For an artist, their songs are their IP and royalties are payments made to that artist whenever their song is played on the radio or streamed on music streaming services like Spotify (SPOT) or Apple Music (AAPL).

"Most people have some general idea that a royalty is part of copyright law. It's something for creators to get paid based on things that they've created," Marshall said. "But at the end of the day, it just ends up being a payment — that's the simplest way to look at it. It's a means that someone has a legal right to receive payment for content being consumed."

'The next big thing'

There's a new way to make money in the music industry — and it involves betting on your favorite songs.
There's a new way to make money in the music industry — and it involves betting on your favorite songs. (Getty Creative) (Guido Mieth via Getty Images)

Song royalties can come in two different forms — master recordings, or the recordings of an actual song, and music publishing, which encompasses the copyrights for songwriting and composition, such as lyrics and melodies.
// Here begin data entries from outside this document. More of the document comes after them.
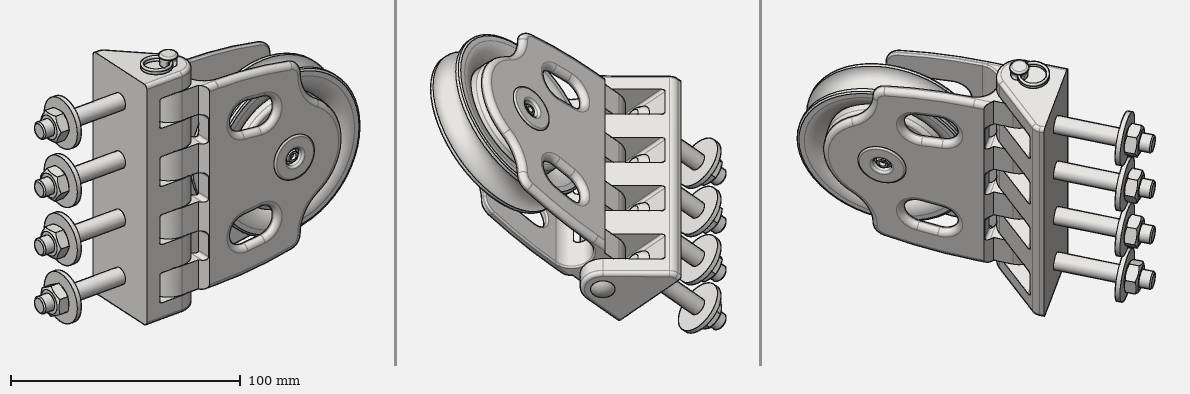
import cadquery as cq
import math


hinge_y = -58.2
hinge_radius = 9.92
pin_diameter = 7.5
hinge_pitch = 29.0
hinge_count = 4
slot_width = 15.0
knuckle_width = 14.5
hinge_heights = [(i - (hinge_count - 1) / 2) * hinge_pitch for i in range(hinge_count)]

tolerance = 0.02

base_left = -29.0
base_right = hinge_radius
base_bottom = -77.4
base_half_height = 60.0
base_toe_radius = 5.0
base_edge_fillet = 2.0
slot_floor = -70.3
slot_corner_radius = 1.3

bolt_x = (base_left + base_right) / 2
bolt_diameter = 8.0
bolt_end = -121.5
bolt_tip_chamfer = 0.6
bolt_head_diameter = 14.0
bolt_head_crown_diameter = 7.0
bolt_head_shoulder_diameter = 11.5
bolt_head_height = 3.4
washer_diameter = 24.0
washer_top = -107.4
washer_thickness = 2.3
nut_across_flats = 13.0
nut_length = 6.3
nut_face_diameter = 11.3
nut_chamfer_length = 1.0
nut_turns = [30, 3, -8, 3]

pin_top = 65.3
pin_collar_diameter = 8.4
pin_collar_thickness = 1.3
pin_collar_fillet = 1.0
pin_head_diameter = 10.6
pin_head_height = 1.8
ring_hole_diameter = 3.0
ring_hole_rise = 1.8
ring_hole_fillet = 0.8
ring_diameter = 14.2
ring_wire = 1.5
ring_turn_spacing = 1.3
ring_tilt = 2.0
ring_rise = 1.6

cheek_width = 27.1
cheek_gap = 19.2
cheek_half_height = hinge_heights[-1] + knuckle_width / 2
cheek_nose_radius = 27.1
cheek_shoulder_y = 4.8
cheek_shoulder_z = 40.0
cheek_shoulder_radius = 6.8
cheek_crown_y = -41.3
cheek_edge_fillet = 2.7
cheek_inner_fillet = 0.8
cheek_bevel = 3.4
cheek_rear = -49.3
finger_gap_floor = -46.3
finger_gap_radius = 2.0
rope_passage_y = -38.9
window_y = -21.5
window_z = 27.7
window_width = 15.2
window_length = 24.5
window_tilt = 6.0

axle_diameter = 14.2
axle_length = 29.0
axle_flange_diameter = 21.8
axle_flange_fillet = 0.8
axle_recess_diameter = 8.4
axle_recess_depth = 3.2
axle_recess_fillet = 1.1
axle_button_diameter = 6.3
axle_button_face_diameter = 5.0
axle_button_height = 2.0
axle_center_diameter = 3.0

sheave_radius = 39.8
sheave_width = 18.0
sheave_edge_bevel_width = 0.5
sheave_edge_bevel_height = 1.0
rope_groove_radius = 7.0
recess_outer_radius = 36.5
recess_inner_radius = 27.4
recess_bend_radius = 9.7
sheave_hub_width = 18.7
sheave_hub_face_radius = 25.4


def cylinder_along_z(x, y, bottom, top, diameter):
    return cq.Workplane("XY", origin=(x, y, bottom)).circle(diameter / 2).extrude(top - bottom)


def base_block():
    """Triangular block, rounded around the hinge pin and filleted at both ends."""
    diagonal = math.sqrt(0.5)
    slope_start = (-hinge_radius * diagonal, hinge_y + hinge_radius * diagonal)
    toe_y = slope_start[1] + base_left - slope_start[0]
    quarter = math.radians(22.5)
    arc_middle = (hinge_radius * math.sin(quarter), hinge_y + hinge_radius * math.cos(quarter))
    block = (
        cq.Workplane("XY", origin=(0, 0, -base_half_height))
        .moveTo(base_left, base_bottom)
        .lineTo(base_right, base_bottom)
        .lineTo(base_right, hinge_y)
        .threePointArc(arc_middle, slope_start)
        .lineTo(base_left, toe_y)
        .close()
        .extrude(2 * base_half_height)
    )
    toe = cq.selectors.NearestToPointSelector((base_left, toe_y, 0))
    block = block.edges(toe).fillet(base_toe_radius)
    end_edges = block.faces("<Z or >Z").edges()
    return end_edges.filter(lambda edge: edge.Center().y > base_bottom + tolerance).fillet(base_edge_fillet)


def knuckle_slot(z):
    """Cutter for one knuckle slot, open towards both sides and the hinge."""
    depth = -slot_floor
    width = base_right - base_left
    return (
        cq.Workplane("XY")
        .box(2 * width, depth, slot_width)
        .edges("|X and <Y")
        .fillet(slot_corner_radius)
        .translate((0, slot_floor + depth / 2, z))
    )


def bolt_with_nut(z, nut_turn):
    """Round-headed bolt in the slot floor with a washer and a chamfered hexagon nut."""
    crown_y = slot_floor + bolt_head_height
    bolt = (
        cq.Workplane("XY")
        .moveTo(0, crown_y)
        .lineTo(bolt_head_crown_diameter / 2, crown_y)
        .threePointArc(
            (bolt_head_shoulder_diameter / 2, slot_floor + bolt_head_height / 2),
            (bolt_head_diameter / 2, slot_floor),
        )
        .lineTo(bolt_diameter / 2, slot_floor)
        .lineTo(bolt_diameter / 2, bolt_end + bolt_tip_chamfer)
        .lineTo(bolt_diameter / 2 - bolt_tip_chamfer, bolt_end)
        .lineTo(0, bolt_end)
        .close()
        .revolve(360, (0, 0), (0, 1))
    )
    washer_bottom = washer_top - washer_thickness
    washer = cq.Workplane("XZ", origin=(0, washer_top, 0)).circle(washer_diameter / 2)
    washer = washer.extrude(washer_thickness)

    nut_corner_diameter = nut_across_flats / math.cos(math.radians(30))
    nut_bottom = washer_bottom - nut_length
    nut = (
        cq.Workplane("XZ", origin=(0, washer_bottom, 0))
        .polygon(6, nut_corner_diameter)
        .extrude(nut_length)
        .rotate((0, 0, 0), (0, 1, 0), -nut_turn)
    )
    nut_envelope = (
        cq.Workplane("XY")
        .moveTo(0, washer_bottom)
        .lineTo(nut_face_diameter / 2, washer_bottom)
        .lineTo(nut_corner_diameter / 2, washer_bottom - nut_chamfer_length)
        .lineTo(nut_corner_diameter / 2, nut_bottom + nut_chamfer_length)
        .lineTo(nut_face_diameter / 2, nut_bottom)
        .lineTo(0, nut_bottom)
        .close()
        .revolve(360, (0, 0), (0, 1))
    )
    nut = nut.intersect(nut_envelope)
    return bolt.union(washer).union(nut).translate((bolt_x, 0, z))


def hinge_pin():
    """Pin with a domed head below, a collar above and a cross hole for the split ring."""
    collar_bottom = pin_top - pin_collar_thickness
    shank = cylinder_along_z(0, hinge_y, -base_half_height, collar_bottom, pin_diameter)
    collar = cylinder_along_z(0, hinge_y, collar_bottom, pin_top, pin_collar_diameter)
    collar = collar.faces(">Z").edges().fillet(pin_collar_fillet)
    rim_radius = pin_head_diameter / 2
    dome_radius = (rim_radius**2 + pin_head_height**2) / (2 * pin_head_height)
    half_angle = math.asin(rim_radius / dome_radius) / 2
    dome_middle = (
        dome_radius * math.sin(half_angle),
        dome_radius * (1 - math.cos(half_angle)) - pin_head_height,
    )
    head = (
        cq.Workplane("XZ")
        .lineTo(0, -pin_head_height)
        .threePointArc(dome_middle, (rim_radius, 0))
        .close()
        .revolve(360, (0, 0), (0, 1))
        .translate((0, hinge_y, -base_half_height))
    )
    ring_hole = (
        cq.Workplane("YZ", origin=(-pin_diameter, hinge_y, base_half_height + ring_hole_rise))
        .circle(ring_hole_diameter / 2)
        .extrude(2 * pin_diameter)
    )
    shank = shank.union(collar).cut(ring_hole)
    mouth_edges = cq.selectors.BoxSelector(
        (-pin_diameter, hinge_y - ring_hole_diameter, base_half_height),
        (pin_diameter, hinge_y + ring_hole_diameter, collar_bottom - tolerance),
        boundingbox=True,
    )
    shank = shank.edges(mouth_edges).fillet(ring_hole_fillet)
    return shank.union(head)


def split_ring():
    """Two stacked turns of wire that pass through the cross hole of the pin."""
    turn_radius = (ring_diameter - ring_wire) / 2
    ring_y = hinge_y - turn_radius
    ring_z = base_half_height + ring_rise
    turns = cq.Workplane("XY")
    for side in (-1, 1):
        turn = cq.Workplane("XZ").center(turn_radius, side * ring_turn_spacing / 2)
        turn = turn.circle(ring_wire / 2).revolve(360, (-turn_radius, 0), (-turn_radius, 1))
        turns = turns.union(turn)
    return turns.rotate((0, 0, 0), (0, 1, 0), -ring_tilt).translate((0, ring_y, ring_z))


def make_base():
    base = base_block()
    for z in hinge_heights:
        base = base.cut(knuckle_slot(z))
    for z, nut_turn in zip(hinge_heights, nut_turns):
        base = base.union(bolt_with_nut(z, nut_turn))
    return base.union(hinge_pin()).union(split_ring())


def arc_point(center, radius, degrees):
    angle = math.radians(degrees)
    return (center[0] + radius * math.cos(angle), center[1] + radius * math.sin(angle))


def direction(start, end):
    return math.degrees(math.atan2(end[1] - start[1], end[0] - start[0]))


def cheek_outline():
    """Outline in the YZ plane: round nose, hollow neck, shoulder and a slightly curved crown edge."""
    nose = (0, 0)
    neck_radius = (cheek_shoulder_y**2 + cheek_shoulder_z**2 - cheek_nose_radius**2) / (
        2 * (cheek_nose_radius - cheek_shoulder_y)
    )
    neck = (cheek_shoulder_y + neck_radius, cheek_shoulder_z)
    shoulder = (cheek_shoulder_y - cheek_shoulder_radius, cheek_shoulder_z)
    run = shoulder[0] - cheek_crown_y
    rise = cheek_half_height - shoulder[1]
    crown_radius = (run**2 + rise**2 - cheek_shoulder_radius**2) / (2 * (rise - cheek_shoulder_radius))
    crown = (cheek_crown_y, cheek_half_height - crown_radius)

    nose_angle = direction(nose, neck)
    crown_angle = direction(crown, shoulder)
    nose_end = arc_point(nose, cheek_nose_radius, nose_angle)
    neck_middle = arc_point(neck, neck_radius, 180 + nose_angle / 2)
    shoulder_start = (cheek_shoulder_y, cheek_shoulder_z)
    shoulder_middle = arc_point(shoulder, cheek_shoulder_radius, crown_angle / 2)
    shoulder_end = arc_point(shoulder, cheek_shoulder_radius, crown_angle)
    crown_middle = arc_point(crown, crown_radius, (crown_angle + 90) / 2)

    def below(point):
        return (point[0], -point[1])

    return (
        cq.Workplane("YZ", origin=(-cheek_width / 2, 0, 0))
        .moveTo(cheek_rear, cheek_half_height)
        .lineTo(cheek_crown_y, cheek_half_height)
        .threePointArc(crown_middle, shoulder_end)
        .threePointArc(shoulder_middle, shoulder_start)
        .threePointArc(neck_middle, nose_end)
        .threePointArc((cheek_nose_radius, 0), below(nose_end))
        .threePointArc(below(neck_middle), below(shoulder_start))
        .threePointArc(below(shoulder_middle), below(shoulder_end))
        .threePointArc(below(crown_middle), (cheek_crown_y, -cheek_half_height))
        .lineTo(cheek_rear, -cheek_half_height)
        .close()
    )


def window(side):
    """Cutter for one slanted window through both cheeks, above or below the axle."""
    return (
        cq.Workplane("YZ", origin=(-cheek_width / 2, 0, 0))
        .center(window_y, side * window_z)
        .slot2D(window_length, window_width, -side * window_tilt)
        .extrude(cheek_width)
    )


def cheek_block():
    """Solid block over both cheeks with windows, rounded edges and a bevelled rear."""
    block = cheek_outline().extrude(cheek_width)
    for side in (-1, 1):
        block = block.cut(window(side))
    side_edges = block.faces("<X or >X").edges()
    block = side_edges.filter(lambda edge: edge.Center().y > cheek_rear + tolerance).fillet(cheek_edge_fillet)
    half_width = cheek_width / 2
    plan = (
        cq.Workplane("XY", origin=(0, 0, -cheek_half_height))
        .moveTo(half_width, cheek_nose_radius)
        .lineTo(half_width, cheek_rear + cheek_bevel)
        .lineTo(half_width - cheek_bevel, cheek_rear)
        .lineTo(cheek_bevel - half_width, cheek_rear)
        .lineTo(-half_width, cheek_rear + cheek_bevel)
        .lineTo(-half_width, cheek_nose_radius)
        .close()
        .extrude(2 * cheek_half_height)
    )
    return block.intersect(plan)


def knuckle(z):
    """Finger with a rounded end around the hinge pin."""
    return (
        cq.Workplane("XY", origin=(0, 0, z - knuckle_width / 2))
        .moveTo(-hinge_radius, finger_gap_floor)
        .lineTo(-hinge_radius, hinge_y)
        .threePointArc((0, hinge_y - hinge_radius), (hinge_radius, hinge_y))
        .lineTo(hinge_radius, finger_gap_floor)
        .close()
        .extrude(knuckle_width)
    )


def finger_gap(z):
    """Cutter for the clearance between two neighbouring knuckles."""
    depth = finger_gap_floor - hinge_y
    return (
        cq.Workplane("XY")
        .box(2 * cheek_width, depth, hinge_pitch - knuckle_width)
        .edges("|X and >Y")
        .fillet(finger_gap_radius)
        .translate((0, finger_gap_floor - depth / 2, z))
    )


def sheave_space():
    """Cutter between the cheeks, ending in the half-round rope passage."""
    length = cheek_nose_radius - rope_passage_y
    channel = cq.Workplane("XY").box(cheek_gap, length, 2 * cheek_half_height)
    channel = channel.translate((0, rope_passage_y + length / 2, 0))
    passage = cylinder_along_z(0, rope_passage_y, -cheek_half_height, cheek_half_height, cheek_gap)
    return channel.union(passage)


def axle():
    """Axle with a riveted flange outside each cheek and a recessed button in each end."""
    end = axle_length / 2
    flange_thickness = (axle_length - cheek_width) / 2
    body = cq.Workplane("YZ", origin=(-end, 0, 0)).circle(axle_diameter / 2).extrude(axle_length)
    for sign in (-1, 1):
        flange = (
            cq.Workplane("YZ", origin=(sign * (end - flange_thickness), 0, 0))
            .circle(axle_flange_diameter / 2)
            .extrude(sign * flange_thickness)
        )
        flange = flange.faces(">X" if sign > 0 else "<X").edges().fillet(axle_flange_fillet)
        body = body.union(flange)
    for sign in (-1, 1):
        floor = sign * (end - axle_recess_depth)
        recess = (
            cq.Workplane("YZ", origin=(floor, 0, 0))
            .circle(axle_recess_diameter / 2)
            .extrude(sign * axle_recess_depth)
        )
        button = (
            cq.Workplane("YZ", origin=(floor, 0, 0))
            .circle(axle_button_diameter / 2)
            .workplane(offset=sign * axle_button_height)
            .circle(axle_button_face_diameter / 2)
            .loft()
        )
        center = (
            cq.Workplane("YZ", origin=(floor, 0, 0))
            .circle(axle_center_diameter / 2)
            .extrude(sign * axle_button_height)
        )
        body = body.cut(recess)
        mouth = cq.selectors.BoxSelector(
            (sign * end - tolerance, -axle_recess_diameter, -axle_recess_diameter),
            (sign * end + tolerance, axle_recess_diameter, axle_recess_diameter),
            boundingbox=True,
        )
        body = body.edges(mouth).fillet(axle_recess_fillet)
        body = body.union(button.cut(center))
    return body


def make_frame():
    frame = cheek_block()
    for z in hinge_heights:
        frame = frame.union(knuckle(z))
    frame = frame.cut(sheave_space())
    inner_edges = cq.selectors.BoxSelector(
        (-cheek_gap / 2 - tolerance, rope_passage_y - cheek_gap / 2 - tolerance, -2 * cheek_half_height),
        (cheek_gap / 2 + tolerance, 2 * cheek_nose_radius, 2 * cheek_half_height),
        boundingbox=True,
    )
    frame = frame.edges(inner_edges).edges("not |Z").fillet(cheek_inner_fillet)
    for lower, upper in zip(hinge_heights, hinge_heights[1:]):
        frame = frame.cut(finger_gap((lower + upper) / 2))
    pin_bore = cylinder_along_z(0, hinge_y, -cheek_half_height, cheek_half_height, pin_diameter)
    axle_bore = cq.Workplane("YZ", origin=(-cheek_width / 2, 0, 0)).circle(axle_diameter / 2)
    axle_bore = axle_bore.extrude(cheek_width)
    return frame.cut(pin_bore).cut(axle_bore).union(axle())


def make_sheave():
    """Grooved wheel: a ring section revolved about the axle, with dished sides and a hub."""
    half_width = sheave_width / 2
    half_hub = sheave_hub_width / 2
    bend_center_x = half_width - recess_bend_radius

    def bend_x(radius):
        return bend_center_x + math.sqrt(recess_bend_radius**2 - (recess_outer_radius - radius) ** 2)

    web_x = bend_x(recess_inner_radius)
    bend_middle_radius = (recess_outer_radius + recess_inner_radius) / 2
    bend_middle_x = bend_x(bend_middle_radius)
    bore_radius = axle_diameter / 2
    hub_fillet = recess_inner_radius - sheave_hub_face_radius
    hub_shoulder_x = half_hub - hub_fillet
    hub_fillet_middle_x = hub_shoulder_x + hub_fillet * math.sqrt(0.5)
    hub_fillet_middle_radius = sheave_hub_face_radius + hub_fillet * math.sqrt(0.5)
    rim_x = half_width - sheave_edge_bevel_width
    return (
        cq.Workplane("XY")
        .moveTo(half_hub, bore_radius)
        .lineTo(half_hub, sheave_hub_face_radius)
        .threePointArc((hub_fillet_middle_x, hub_fillet_middle_radius), (hub_shoulder_x, recess_inner_radius))
        .lineTo(web_x, recess_inner_radius)
        .threePointArc((bend_middle_x, bend_middle_radius), (half_width, recess_outer_radius))
        .lineTo(half_width, sheave_radius - sheave_edge_bevel_height)
        .lineTo(rim_x, sheave_radius)
        .lineTo(rope_groove_radius, sheave_radius)
        .threePointArc((0, sheave_radius - rope_groove_radius), (-rope_groove_radius, sheave_radius))
        .lineTo(-rim_x, sheave_radius)
        .lineTo(-half_width, sheave_radius - sheave_edge_bevel_height)
        .lineTo(-half_width, recess_outer_radius)
        .threePointArc((-bend_middle_x, bend_middle_radius), (-web_x, recess_inner_radius))
        .lineTo(-hub_shoulder_x, recess_inner_radius)
        .threePointArc((-hub_fillet_middle_x, hub_fillet_middle_radius), (-half_hub, sheave_hub_face_radius))
        .lineTo(-half_hub, bore_radius)
        .close()
        .revolve(360, (0, 0), (1, 0))
    )


base = make_base()
frame = make_frame()
sheave = make_sheave()

result = cq.Compound.makeCompound([*base.solids().vals(), *frame.solids().vals(), *sheave.solids().vals()])

Although publishing rights are often not worth as much as actual recordings, they can still lead to a significant amount of revenue over time with radio play, advertising, movie licensing, and more.
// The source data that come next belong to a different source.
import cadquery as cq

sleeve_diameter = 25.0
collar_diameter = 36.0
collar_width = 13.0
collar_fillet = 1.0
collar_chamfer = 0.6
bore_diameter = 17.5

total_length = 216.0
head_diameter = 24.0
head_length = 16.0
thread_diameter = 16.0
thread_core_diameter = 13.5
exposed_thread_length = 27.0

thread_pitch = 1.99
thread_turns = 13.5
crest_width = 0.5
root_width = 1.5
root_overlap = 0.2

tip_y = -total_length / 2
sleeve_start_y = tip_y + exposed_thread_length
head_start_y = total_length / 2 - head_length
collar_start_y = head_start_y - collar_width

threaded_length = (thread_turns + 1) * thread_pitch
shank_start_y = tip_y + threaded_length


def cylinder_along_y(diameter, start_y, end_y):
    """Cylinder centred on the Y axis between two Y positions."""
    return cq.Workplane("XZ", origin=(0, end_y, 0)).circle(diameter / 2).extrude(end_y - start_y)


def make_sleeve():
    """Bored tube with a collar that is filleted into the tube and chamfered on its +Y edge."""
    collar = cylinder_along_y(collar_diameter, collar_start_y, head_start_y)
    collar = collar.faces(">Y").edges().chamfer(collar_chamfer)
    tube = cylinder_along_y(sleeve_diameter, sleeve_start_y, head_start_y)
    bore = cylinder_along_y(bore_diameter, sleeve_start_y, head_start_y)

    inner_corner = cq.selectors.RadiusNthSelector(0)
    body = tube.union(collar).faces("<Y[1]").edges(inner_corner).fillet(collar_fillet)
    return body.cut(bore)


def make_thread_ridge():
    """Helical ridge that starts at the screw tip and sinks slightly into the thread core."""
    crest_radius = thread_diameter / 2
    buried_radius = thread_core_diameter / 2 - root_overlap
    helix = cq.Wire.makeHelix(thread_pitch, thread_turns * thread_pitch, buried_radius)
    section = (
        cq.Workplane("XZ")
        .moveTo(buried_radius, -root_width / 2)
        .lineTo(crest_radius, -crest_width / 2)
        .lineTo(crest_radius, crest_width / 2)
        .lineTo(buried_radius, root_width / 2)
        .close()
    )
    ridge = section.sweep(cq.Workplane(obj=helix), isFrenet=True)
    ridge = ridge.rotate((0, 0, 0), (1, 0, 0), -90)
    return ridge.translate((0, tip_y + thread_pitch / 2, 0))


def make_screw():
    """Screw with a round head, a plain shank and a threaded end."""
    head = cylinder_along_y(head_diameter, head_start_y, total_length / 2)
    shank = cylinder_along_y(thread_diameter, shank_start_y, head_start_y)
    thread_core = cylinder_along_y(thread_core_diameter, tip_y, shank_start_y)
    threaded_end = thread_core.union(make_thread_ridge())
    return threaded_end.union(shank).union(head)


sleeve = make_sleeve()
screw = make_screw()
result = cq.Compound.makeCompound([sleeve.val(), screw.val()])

"We want people to have access to multiple sets of asset classes."Leif Abraham, Public co-CEO and co-founder

Public said the "Shrek" royalties, which fluctuate depending on play frequency, generated an annualized dividend yield above 8% in both 2021 and 2022. To compare, the current yield on the 10-year Treasury note generates about a 5% return.

"It's all about building this idea of a balanced, modern portfolio and that comes back to diversification," Marshall said. "You’re really trying to build a portfolio with the least correlation between your different asset classes. That's where music comes in. It’s driven by content consumption that has nothing to do with the Fed’s moves on interest rates."

That means investors can earn passive income independent from traditional markets.

"It'll be interesting to see how these 'fractionalizations' go," Royalty Exchange's Gary Young said. "That's probably the next big thing. It's already starting to happen, but the question in my mind is, 'What's the scale? And can people bring a lot of these songs or catalogs of songs to market in an affordable way?'"

'The perfect storm'

Affordability of more well-known catalogs will be the biggest hurdle, especially as more artists have sold the rights to their music catalogs for hundreds of millions over the past several years.

The dominance of streaming services has been a major factor in increasing the value of those music rights with experts saying streaming has provided greater stability within the industry as consumers can more easily access songs — leading to more returns for artists.

"The key is that the business has become predictable," said Guillermo Page, a former record label executive who worked for Sony and Universal. "[Investors] can trust in the future of the business because it's growing. When you eliminate the uncertainty, it opens up a new door for investors to come in and snap those assets."

Page, who now teaches in the music program at the University of Miami, added catalog sales are also a huge benefit to artists, especially older ones.

In December 2021, Bruce Springsteen sold both his master recordings and publishing rights to Sony Music in a deal worth north of $500 million, according to multiple outlets. The Red Hot Chili Peppers sold the rights to its song catalog for a reported $150 million that same year.

In 2020, Bob Dylan sold over 600 copyrights to Universal Music Group in a deal reportedly valued at over $300 million. Prior to that, Stevie Nicks sold a majority stake in her songwriting for a reported $100 million.

"The older a song is, generally, the more consistent the income stream," Young noted.

But even younger artists are cashing in on the trend. Most recently, Katy Perry sold the rights to her song catalog for $225 million in September while Justin Bieber sold his entire music catalog for over $200 million earlier this year.

"It's the perfect storm for artists who can now maximize their return on the sale of those assets," Page said.